Aneesh Durai


2025

pdf bib
Phases of Uncertainty: Confidence–Calibration Dynamics in Language Model Training
Aneesh Durai
Proceedings of the 2nd Workshop on Uncertainty-Aware NLP (UncertaiNLP 2025)

Autoregressive language models achieve strong performance across a wide range of natural language processing (NLP) tasks, yet their uncertainty estimates remain poorly understood, particularly during training. Prior work has primarily evaluated calibration and out-of-distribution (OOD) robustness at the final checkpoint, overlooking the dynamics that unfold earlier. We introduce a phase-based framework for tracking uncertainty metrics—including expected calibration error (ECE) and Kullback–Leibler (KL) divergence—across distinct stages of training. Using GPT-2 models trained across multiple random seeds, we find that uncertainty dynamics follow a consistent set of phases: models begin conservative and relatively well calibrated, but later phases introduce a paradoxical decoupling where confidence increases even as calibration worsens, especially under distribution shift.
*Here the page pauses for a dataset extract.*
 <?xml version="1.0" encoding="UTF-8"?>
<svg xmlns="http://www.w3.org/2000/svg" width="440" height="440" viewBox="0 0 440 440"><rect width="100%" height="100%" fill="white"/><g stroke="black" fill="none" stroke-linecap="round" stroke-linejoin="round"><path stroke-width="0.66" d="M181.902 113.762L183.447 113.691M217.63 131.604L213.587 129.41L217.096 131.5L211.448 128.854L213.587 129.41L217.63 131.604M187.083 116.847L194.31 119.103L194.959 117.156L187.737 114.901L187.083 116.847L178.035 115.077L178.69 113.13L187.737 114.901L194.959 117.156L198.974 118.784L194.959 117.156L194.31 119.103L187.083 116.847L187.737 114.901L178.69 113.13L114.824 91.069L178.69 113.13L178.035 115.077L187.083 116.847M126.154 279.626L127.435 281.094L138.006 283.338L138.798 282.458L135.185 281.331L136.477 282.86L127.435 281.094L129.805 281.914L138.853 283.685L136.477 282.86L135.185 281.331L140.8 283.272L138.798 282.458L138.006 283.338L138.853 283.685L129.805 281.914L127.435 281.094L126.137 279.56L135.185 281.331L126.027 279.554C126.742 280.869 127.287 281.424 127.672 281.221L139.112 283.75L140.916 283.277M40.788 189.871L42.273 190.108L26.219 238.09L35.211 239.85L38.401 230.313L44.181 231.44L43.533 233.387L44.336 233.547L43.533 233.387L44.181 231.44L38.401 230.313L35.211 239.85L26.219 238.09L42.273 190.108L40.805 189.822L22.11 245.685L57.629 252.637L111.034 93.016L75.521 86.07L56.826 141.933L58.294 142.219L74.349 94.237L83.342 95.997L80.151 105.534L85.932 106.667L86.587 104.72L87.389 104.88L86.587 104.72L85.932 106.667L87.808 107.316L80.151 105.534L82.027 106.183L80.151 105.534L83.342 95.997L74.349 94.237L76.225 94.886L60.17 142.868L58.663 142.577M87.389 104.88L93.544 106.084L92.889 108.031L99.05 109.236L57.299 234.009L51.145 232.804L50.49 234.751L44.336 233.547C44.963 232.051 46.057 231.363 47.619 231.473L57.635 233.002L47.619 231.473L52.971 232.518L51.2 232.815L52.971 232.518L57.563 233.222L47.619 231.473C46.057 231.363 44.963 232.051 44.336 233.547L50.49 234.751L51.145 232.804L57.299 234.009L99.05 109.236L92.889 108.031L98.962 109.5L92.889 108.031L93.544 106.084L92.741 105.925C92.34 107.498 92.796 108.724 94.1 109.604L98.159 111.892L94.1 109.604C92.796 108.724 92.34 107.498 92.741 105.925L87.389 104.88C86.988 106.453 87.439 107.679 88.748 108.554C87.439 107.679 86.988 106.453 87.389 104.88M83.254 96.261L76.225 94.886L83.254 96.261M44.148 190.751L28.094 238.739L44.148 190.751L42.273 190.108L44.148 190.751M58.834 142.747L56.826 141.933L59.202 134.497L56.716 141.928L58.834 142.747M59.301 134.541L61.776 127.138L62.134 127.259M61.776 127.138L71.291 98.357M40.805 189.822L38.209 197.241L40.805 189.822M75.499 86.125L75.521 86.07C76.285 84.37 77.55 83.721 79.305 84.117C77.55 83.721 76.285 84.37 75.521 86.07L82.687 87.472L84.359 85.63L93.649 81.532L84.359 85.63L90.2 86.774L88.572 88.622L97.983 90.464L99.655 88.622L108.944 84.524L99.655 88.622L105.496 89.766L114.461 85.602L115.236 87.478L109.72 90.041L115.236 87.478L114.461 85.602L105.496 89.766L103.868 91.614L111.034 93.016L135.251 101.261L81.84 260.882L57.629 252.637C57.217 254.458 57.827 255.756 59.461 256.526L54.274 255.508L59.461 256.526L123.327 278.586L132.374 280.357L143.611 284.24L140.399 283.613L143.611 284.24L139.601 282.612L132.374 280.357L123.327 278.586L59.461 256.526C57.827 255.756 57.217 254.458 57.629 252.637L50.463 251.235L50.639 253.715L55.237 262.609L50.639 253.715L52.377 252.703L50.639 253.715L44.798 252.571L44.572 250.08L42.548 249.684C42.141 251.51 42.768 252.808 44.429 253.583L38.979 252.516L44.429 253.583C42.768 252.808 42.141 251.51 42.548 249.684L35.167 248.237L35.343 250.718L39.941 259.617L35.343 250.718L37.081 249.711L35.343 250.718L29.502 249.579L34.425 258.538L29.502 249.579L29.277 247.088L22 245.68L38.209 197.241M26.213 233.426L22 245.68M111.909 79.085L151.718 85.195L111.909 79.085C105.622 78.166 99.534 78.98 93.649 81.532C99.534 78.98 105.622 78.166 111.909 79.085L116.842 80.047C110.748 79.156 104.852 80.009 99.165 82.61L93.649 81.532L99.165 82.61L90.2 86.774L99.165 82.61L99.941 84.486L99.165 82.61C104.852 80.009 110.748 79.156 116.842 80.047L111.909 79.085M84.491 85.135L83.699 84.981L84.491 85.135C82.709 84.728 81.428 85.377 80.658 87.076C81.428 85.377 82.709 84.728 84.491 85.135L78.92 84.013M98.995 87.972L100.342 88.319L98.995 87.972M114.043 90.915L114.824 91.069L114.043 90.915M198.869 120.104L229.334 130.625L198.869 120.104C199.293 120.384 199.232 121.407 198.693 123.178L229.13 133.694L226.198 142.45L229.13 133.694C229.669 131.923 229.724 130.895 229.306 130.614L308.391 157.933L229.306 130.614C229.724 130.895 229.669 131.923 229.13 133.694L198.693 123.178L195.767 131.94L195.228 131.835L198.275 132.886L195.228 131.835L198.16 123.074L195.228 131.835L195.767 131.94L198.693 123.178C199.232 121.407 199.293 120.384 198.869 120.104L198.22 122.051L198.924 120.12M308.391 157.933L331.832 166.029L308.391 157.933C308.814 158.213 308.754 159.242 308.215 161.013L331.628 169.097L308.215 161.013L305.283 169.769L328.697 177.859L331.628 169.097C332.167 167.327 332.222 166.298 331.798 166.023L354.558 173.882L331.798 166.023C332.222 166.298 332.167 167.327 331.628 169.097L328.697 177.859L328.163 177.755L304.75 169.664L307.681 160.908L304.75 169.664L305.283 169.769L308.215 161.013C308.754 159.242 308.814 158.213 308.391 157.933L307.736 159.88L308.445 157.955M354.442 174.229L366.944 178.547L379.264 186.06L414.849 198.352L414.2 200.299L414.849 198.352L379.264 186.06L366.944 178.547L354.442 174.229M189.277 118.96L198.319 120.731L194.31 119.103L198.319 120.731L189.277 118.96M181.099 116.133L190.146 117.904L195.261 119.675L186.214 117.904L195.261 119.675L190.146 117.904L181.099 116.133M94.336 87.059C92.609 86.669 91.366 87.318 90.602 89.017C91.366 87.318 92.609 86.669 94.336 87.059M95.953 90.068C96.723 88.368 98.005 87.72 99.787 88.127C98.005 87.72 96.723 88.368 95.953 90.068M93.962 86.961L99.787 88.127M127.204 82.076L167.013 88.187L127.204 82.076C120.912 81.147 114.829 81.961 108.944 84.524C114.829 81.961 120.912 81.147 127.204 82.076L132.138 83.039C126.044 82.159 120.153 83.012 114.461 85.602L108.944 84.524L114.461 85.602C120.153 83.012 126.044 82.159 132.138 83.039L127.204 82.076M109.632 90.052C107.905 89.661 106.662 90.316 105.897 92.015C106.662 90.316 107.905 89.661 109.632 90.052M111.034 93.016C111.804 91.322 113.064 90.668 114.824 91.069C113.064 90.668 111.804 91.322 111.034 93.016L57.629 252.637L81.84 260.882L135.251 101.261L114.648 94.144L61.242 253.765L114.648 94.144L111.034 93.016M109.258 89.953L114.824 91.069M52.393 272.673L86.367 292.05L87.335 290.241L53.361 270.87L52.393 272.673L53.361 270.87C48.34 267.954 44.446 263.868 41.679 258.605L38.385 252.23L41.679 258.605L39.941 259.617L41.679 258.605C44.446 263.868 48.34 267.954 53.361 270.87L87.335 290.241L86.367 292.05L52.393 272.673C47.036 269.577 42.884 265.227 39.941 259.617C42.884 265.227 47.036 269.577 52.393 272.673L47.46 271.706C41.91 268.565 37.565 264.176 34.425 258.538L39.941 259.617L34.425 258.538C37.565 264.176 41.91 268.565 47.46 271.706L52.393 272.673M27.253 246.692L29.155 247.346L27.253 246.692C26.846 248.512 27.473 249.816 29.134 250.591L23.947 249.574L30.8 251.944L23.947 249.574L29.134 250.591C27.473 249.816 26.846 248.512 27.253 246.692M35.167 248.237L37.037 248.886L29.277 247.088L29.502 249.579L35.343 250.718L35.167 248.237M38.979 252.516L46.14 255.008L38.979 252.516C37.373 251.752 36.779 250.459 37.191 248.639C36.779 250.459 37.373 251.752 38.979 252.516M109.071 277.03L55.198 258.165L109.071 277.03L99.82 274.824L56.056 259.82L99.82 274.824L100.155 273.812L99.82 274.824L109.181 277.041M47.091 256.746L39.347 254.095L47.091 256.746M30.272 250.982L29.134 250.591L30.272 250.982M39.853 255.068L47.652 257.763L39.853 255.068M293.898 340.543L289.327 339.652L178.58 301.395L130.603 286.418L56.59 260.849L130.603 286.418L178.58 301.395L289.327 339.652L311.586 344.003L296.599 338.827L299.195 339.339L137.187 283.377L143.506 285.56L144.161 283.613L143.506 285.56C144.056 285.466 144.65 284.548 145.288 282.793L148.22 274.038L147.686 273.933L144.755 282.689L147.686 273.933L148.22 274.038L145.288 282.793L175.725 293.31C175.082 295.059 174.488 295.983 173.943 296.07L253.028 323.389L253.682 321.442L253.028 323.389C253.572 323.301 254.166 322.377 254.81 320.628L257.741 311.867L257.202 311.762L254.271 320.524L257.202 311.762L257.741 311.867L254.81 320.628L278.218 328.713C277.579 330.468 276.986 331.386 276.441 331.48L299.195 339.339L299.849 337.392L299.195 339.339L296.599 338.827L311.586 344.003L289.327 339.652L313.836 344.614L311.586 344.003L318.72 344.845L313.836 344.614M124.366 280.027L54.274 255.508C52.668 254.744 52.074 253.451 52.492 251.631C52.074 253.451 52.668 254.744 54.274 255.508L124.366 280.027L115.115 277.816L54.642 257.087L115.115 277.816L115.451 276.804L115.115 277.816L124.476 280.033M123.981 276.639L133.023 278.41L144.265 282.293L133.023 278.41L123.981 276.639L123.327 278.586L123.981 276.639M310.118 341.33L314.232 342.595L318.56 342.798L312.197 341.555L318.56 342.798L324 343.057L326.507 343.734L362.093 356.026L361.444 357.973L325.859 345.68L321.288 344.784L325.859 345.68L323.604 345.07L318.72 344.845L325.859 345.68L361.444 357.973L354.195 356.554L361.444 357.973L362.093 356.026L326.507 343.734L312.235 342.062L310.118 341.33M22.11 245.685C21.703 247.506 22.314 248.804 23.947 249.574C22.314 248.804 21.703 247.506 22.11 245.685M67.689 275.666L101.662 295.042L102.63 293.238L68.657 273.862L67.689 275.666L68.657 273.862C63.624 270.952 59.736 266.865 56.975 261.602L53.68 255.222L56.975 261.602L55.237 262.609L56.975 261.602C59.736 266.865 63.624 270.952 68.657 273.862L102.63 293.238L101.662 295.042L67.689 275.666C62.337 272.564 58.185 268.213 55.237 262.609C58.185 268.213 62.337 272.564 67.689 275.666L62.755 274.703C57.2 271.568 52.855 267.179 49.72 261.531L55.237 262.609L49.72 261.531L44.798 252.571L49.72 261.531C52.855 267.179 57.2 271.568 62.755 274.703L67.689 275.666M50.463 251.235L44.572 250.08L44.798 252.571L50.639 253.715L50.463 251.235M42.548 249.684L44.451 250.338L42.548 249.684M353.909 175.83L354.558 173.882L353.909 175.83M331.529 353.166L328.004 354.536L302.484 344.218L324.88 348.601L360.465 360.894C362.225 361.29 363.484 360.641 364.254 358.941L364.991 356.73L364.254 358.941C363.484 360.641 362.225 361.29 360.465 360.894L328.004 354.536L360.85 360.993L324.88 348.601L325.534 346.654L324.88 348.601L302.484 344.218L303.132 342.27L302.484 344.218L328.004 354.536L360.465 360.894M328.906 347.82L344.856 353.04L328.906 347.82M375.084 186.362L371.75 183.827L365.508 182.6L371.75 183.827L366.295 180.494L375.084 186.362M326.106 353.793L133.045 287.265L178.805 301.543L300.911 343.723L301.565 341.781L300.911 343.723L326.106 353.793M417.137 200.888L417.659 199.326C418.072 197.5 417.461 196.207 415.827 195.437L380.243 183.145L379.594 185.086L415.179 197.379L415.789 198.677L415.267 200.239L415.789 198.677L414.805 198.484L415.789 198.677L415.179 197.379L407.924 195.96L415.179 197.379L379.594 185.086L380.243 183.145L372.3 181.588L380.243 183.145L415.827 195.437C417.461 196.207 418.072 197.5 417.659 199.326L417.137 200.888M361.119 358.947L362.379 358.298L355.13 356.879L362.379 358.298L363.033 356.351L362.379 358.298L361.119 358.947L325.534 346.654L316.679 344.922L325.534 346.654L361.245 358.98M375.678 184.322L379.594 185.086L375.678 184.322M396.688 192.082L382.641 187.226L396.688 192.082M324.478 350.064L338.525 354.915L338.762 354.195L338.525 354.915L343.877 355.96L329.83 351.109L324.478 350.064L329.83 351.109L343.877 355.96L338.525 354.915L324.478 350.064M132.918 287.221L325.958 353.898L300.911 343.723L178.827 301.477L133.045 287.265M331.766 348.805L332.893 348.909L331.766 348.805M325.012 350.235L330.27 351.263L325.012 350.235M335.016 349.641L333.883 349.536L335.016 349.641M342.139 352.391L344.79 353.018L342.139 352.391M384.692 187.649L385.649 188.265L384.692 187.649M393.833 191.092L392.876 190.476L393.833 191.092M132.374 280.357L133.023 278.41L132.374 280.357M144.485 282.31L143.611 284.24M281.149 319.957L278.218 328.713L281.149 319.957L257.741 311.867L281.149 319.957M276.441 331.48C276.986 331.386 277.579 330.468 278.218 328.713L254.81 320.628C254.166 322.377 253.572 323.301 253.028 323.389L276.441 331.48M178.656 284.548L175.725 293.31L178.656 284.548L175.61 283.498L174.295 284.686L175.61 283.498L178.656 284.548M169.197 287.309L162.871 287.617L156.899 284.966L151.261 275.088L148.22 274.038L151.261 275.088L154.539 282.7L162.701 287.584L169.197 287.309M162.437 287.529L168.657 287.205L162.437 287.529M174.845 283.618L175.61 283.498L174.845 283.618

This paradox implies that the final checkpoint is not always the most reliable for deployment and motivates phase-aware strategies such as dynamic checkpoint selection or targeted calibration. Our findings highlight that uncertainty should be understood as a training-dependent property rather than a static one, opening new directions for scaling this framework to larger models, tasks, and distribution shift scenarios.